What to produce:
Each entry should be transcribed exactly as written, and any picture left out.

Records for the exercise:
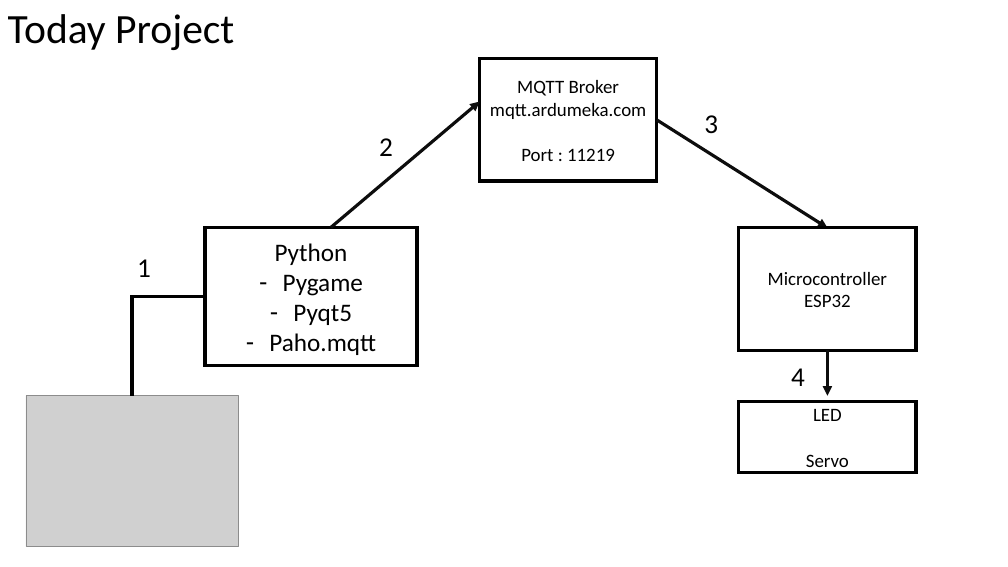
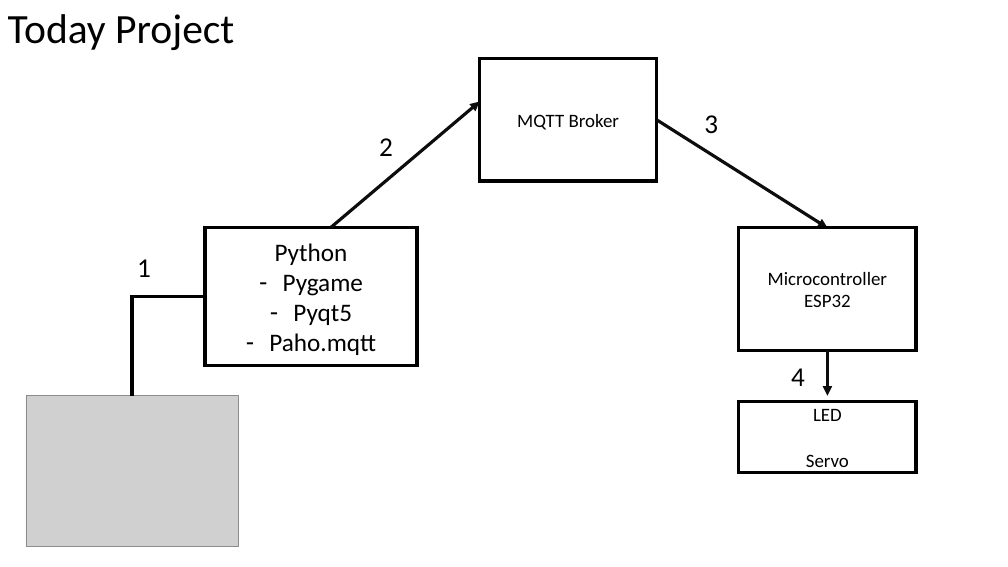
Before and after one commit to muhammadhusni777/Ardumeka-Pygame, a slide deck: slide 7 of Presentasi.pptx (slide 5 before the commit). Drawn at 1008x567 pixels with LibreOffice and Linux fonts; fonts in the diff are those of the drawing; grey boxes stand for pictures. Boxes give left, top, right and bottom in pixels: in the first picture for what was removed or moved away, otherwise in the second. Text is boxed around its words. In the diff, an @@ line names an element or a change of style, - is before the commit and + after.

```diff
--- a/Presentasi.pptx
+++ b/Presentasi.pptx
@@ text in rectangle at <box>490,103,646,161</box>: paragraphs removed @@
-mqtt.ardumeka.com
-Port : 11219
```
Also in this commit, not shown: 6 other slides changed, 13 slides added, 1 slide removed, 6 other files.

Exercise response:
Before and after one commit to muhammadhusni777/Ardumeka-Pygame, a slide deck: slide 7 of Presentasi.pptx (slide 5 before the commit). Drawn at 1008x567 pixels with LibreOffice and Linux fonts; fonts in the diff are those of the drawing; grey boxes stand for pictures. Boxes give left, top, right and bottom in pixels: in the first picture for what was removed or moved away, otherwise in the second. Text is boxed around its words. In the diff, an @@ line names an element or a change of style, - is before the commit and + after.

```diff
--- a/Presentasi.pptx
+++ b/Presentasi.pptx
@@ text in rectangle at <box>490,103,646,161</box>: paragraphs removed @@
-mqtt.ardumeka.com
-Port : 11219
```
Also in this commit, not shown: 6 other slides changed, 13 slides added, 1 slide removed, 6 other files.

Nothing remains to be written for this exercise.